Top of Source material
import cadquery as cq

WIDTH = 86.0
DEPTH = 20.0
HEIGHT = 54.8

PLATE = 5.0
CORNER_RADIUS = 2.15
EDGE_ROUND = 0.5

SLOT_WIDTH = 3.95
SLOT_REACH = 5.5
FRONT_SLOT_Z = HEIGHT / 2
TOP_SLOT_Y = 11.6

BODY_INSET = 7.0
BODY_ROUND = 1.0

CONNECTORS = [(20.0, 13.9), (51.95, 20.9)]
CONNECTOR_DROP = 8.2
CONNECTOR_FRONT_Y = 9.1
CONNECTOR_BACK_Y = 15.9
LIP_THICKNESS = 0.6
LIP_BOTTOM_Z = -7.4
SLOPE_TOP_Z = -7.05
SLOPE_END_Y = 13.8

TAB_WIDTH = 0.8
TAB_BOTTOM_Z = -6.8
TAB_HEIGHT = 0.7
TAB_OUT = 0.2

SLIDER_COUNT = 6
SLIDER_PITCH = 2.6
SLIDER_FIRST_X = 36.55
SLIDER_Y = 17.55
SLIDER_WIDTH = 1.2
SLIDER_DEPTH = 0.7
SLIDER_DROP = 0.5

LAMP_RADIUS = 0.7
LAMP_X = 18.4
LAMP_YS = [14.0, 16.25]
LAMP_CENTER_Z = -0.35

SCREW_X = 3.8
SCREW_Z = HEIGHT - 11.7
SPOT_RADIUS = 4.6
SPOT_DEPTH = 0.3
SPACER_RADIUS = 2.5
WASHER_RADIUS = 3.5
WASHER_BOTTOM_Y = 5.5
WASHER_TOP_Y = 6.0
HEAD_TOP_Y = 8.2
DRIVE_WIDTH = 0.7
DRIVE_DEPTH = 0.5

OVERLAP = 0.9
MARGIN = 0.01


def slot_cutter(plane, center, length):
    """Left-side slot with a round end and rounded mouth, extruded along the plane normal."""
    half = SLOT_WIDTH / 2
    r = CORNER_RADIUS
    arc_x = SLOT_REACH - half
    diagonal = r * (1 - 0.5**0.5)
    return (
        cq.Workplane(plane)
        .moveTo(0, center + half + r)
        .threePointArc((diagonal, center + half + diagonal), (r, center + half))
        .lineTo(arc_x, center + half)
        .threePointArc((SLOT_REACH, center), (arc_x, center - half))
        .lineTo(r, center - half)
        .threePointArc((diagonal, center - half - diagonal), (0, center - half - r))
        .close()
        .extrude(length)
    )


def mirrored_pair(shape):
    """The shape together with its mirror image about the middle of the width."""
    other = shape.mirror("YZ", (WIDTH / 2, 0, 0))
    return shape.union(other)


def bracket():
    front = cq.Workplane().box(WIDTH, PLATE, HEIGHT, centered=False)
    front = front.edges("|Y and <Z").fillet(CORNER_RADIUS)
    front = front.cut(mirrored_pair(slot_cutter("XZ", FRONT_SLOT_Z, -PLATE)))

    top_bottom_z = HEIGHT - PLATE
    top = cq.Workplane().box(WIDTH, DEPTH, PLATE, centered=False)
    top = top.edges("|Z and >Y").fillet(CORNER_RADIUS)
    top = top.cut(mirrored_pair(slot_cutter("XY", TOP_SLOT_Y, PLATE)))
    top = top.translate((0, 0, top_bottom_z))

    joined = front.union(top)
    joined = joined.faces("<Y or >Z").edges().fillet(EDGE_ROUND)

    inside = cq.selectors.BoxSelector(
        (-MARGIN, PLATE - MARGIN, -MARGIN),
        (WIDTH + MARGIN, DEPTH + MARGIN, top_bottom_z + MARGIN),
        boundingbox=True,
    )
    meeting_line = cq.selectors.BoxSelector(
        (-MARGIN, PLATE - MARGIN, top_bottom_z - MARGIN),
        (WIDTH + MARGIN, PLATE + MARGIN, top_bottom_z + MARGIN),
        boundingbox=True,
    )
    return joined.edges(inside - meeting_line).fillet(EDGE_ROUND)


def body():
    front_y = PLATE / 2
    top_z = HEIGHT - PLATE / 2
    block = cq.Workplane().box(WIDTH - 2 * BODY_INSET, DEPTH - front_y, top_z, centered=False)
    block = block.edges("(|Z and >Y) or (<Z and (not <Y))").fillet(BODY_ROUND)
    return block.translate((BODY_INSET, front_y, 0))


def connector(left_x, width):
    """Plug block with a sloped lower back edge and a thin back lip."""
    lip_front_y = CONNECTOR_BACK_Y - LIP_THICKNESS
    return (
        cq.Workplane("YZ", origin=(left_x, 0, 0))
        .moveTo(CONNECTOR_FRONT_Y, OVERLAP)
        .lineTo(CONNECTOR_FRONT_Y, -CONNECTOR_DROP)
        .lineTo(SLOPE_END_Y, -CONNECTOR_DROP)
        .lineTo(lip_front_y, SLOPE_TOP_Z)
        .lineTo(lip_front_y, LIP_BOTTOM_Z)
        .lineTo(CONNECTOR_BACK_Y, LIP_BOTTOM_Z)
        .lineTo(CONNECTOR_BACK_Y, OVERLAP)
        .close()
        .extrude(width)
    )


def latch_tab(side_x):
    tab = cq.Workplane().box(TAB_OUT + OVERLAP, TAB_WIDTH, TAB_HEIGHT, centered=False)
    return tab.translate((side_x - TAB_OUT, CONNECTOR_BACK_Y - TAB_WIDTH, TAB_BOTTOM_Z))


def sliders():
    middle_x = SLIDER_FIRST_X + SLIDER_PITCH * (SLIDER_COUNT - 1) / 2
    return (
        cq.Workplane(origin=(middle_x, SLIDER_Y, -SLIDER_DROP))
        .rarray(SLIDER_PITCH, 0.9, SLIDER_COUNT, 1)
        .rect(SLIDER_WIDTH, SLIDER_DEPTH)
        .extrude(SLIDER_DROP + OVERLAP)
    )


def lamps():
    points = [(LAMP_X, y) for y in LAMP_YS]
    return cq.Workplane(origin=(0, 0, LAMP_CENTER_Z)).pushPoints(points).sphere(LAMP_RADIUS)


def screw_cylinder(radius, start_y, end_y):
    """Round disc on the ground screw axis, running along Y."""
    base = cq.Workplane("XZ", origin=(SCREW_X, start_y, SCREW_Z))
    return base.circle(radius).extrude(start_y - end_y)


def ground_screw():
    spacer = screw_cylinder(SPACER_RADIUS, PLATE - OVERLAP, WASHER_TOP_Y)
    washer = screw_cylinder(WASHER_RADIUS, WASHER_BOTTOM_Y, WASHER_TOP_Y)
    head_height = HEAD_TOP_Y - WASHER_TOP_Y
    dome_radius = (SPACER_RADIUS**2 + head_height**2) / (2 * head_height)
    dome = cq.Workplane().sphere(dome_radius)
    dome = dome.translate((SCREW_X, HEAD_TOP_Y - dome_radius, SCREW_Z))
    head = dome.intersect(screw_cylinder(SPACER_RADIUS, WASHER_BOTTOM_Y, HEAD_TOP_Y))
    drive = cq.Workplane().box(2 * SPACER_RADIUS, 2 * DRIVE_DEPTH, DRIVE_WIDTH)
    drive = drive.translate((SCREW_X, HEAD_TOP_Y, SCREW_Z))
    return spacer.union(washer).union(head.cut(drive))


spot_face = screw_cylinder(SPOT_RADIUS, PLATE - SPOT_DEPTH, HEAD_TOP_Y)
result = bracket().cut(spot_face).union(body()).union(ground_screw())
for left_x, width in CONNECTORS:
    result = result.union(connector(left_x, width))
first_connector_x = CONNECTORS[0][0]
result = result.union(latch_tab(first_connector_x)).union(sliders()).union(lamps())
Bottom of Source material
Top of Source material
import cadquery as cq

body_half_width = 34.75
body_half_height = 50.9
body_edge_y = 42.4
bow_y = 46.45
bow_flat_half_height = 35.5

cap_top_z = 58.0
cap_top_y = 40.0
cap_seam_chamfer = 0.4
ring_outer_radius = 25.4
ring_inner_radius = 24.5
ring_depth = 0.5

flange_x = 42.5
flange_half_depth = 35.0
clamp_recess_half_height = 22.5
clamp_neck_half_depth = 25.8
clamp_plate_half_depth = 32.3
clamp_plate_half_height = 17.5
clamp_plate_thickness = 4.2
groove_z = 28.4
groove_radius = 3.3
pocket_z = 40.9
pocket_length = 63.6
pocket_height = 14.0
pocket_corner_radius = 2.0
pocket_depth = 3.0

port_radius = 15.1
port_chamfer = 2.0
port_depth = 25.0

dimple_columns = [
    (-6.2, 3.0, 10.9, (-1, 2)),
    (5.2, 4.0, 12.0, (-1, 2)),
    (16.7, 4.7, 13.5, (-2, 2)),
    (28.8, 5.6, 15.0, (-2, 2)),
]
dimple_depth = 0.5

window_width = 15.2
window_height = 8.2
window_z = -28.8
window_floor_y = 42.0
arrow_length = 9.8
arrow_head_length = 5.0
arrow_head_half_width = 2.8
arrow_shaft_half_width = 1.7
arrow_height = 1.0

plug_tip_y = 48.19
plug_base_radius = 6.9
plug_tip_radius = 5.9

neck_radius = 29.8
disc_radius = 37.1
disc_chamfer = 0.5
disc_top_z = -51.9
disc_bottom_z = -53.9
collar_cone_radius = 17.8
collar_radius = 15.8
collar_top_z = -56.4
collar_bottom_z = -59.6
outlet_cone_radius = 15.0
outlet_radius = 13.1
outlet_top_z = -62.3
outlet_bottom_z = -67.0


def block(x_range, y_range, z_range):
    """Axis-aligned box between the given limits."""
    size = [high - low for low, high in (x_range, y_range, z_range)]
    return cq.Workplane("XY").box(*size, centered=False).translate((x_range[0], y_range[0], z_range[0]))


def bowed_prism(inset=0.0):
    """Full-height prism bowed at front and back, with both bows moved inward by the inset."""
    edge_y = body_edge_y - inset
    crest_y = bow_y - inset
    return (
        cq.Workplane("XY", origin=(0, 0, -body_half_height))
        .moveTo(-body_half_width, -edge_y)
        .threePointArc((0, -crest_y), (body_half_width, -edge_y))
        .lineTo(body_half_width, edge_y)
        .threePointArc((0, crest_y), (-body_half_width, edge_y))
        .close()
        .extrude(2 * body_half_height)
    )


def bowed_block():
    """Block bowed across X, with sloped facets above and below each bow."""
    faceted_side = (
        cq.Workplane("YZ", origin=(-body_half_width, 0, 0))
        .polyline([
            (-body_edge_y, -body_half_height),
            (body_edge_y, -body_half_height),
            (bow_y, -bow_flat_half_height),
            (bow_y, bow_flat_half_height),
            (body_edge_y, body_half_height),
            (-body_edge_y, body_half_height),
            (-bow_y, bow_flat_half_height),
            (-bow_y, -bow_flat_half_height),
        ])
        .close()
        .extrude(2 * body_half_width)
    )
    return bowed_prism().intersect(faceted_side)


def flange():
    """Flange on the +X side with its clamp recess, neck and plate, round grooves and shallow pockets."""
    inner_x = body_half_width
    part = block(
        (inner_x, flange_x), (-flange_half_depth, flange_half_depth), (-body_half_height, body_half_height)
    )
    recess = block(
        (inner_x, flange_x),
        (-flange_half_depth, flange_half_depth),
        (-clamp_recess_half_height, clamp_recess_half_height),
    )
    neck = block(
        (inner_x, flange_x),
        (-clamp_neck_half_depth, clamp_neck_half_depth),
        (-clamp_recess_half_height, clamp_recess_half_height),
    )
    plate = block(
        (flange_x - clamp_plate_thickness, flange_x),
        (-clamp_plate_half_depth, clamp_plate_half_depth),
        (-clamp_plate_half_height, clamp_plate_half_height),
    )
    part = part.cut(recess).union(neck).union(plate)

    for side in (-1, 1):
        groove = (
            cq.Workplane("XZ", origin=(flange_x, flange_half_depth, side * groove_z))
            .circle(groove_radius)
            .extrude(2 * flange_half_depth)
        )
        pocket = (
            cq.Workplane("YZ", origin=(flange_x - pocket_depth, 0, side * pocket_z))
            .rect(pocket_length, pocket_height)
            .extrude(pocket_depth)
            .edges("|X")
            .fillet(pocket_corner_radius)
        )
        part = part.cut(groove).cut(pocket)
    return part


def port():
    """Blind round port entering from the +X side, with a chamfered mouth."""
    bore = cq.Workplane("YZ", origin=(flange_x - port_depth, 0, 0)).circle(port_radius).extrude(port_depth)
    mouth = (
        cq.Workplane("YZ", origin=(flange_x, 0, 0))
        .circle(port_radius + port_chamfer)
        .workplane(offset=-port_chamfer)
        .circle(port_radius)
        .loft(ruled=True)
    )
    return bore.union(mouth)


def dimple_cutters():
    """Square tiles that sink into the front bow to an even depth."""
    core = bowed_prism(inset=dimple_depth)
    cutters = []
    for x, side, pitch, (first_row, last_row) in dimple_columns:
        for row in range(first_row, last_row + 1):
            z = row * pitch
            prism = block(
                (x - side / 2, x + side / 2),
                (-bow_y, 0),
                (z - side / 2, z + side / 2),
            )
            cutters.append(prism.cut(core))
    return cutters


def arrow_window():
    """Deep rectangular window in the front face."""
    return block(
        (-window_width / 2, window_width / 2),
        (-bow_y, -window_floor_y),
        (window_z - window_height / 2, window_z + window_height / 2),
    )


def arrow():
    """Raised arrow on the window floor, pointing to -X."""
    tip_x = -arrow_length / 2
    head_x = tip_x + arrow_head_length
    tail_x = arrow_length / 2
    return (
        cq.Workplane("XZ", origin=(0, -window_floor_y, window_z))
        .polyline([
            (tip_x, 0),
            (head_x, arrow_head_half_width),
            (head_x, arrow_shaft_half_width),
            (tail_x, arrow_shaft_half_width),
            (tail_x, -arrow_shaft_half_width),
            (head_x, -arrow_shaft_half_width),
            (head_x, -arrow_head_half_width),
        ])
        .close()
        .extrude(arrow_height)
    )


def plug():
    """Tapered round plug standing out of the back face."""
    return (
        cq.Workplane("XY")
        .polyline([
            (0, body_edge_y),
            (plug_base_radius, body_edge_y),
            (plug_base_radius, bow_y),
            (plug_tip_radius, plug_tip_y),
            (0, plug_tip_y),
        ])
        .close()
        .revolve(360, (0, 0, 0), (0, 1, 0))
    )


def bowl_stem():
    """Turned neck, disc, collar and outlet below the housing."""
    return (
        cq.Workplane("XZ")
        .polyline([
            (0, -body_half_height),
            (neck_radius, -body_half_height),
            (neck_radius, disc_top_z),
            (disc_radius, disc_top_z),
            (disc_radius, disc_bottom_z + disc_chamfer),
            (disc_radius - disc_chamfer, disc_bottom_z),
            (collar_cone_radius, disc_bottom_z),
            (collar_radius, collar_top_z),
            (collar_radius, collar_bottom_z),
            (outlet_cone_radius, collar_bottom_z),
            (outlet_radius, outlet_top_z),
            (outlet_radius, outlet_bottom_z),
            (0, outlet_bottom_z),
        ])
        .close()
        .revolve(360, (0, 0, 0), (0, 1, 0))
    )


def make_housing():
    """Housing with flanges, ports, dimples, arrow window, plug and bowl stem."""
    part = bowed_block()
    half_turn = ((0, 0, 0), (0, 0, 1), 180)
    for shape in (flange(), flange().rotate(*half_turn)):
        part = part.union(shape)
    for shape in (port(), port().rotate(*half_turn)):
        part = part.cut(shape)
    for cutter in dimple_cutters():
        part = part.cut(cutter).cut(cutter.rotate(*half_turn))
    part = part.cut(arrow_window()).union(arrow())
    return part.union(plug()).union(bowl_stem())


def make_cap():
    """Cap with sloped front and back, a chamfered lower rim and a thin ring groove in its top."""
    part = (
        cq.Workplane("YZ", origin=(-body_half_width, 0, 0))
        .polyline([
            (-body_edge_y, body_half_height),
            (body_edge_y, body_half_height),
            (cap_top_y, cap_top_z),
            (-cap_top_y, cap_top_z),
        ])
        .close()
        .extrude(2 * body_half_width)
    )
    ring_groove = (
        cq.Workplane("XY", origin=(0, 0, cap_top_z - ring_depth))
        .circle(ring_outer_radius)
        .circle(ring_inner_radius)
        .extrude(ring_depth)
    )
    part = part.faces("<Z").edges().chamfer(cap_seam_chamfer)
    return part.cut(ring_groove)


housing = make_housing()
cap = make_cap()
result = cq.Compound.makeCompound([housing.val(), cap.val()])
Bottom of Source material
**Work order:** Taking the lines above, repeat exactly those from the line that contains "ports, dimples, arrow" through the line that contains "part = part.union(shape)", and both of those lines as well. Include nothing else.

**Exercise solution:**
    """Housing with flanges, ports, dimples, arrow window, plug and bowl stem."""
    part = bowed_block()
    half_turn = ((0, 0, 0), (0, 0, 1), 180)
    for shape in (flange(), flange().rotate(*half_turn)):
        part = part.union(shape)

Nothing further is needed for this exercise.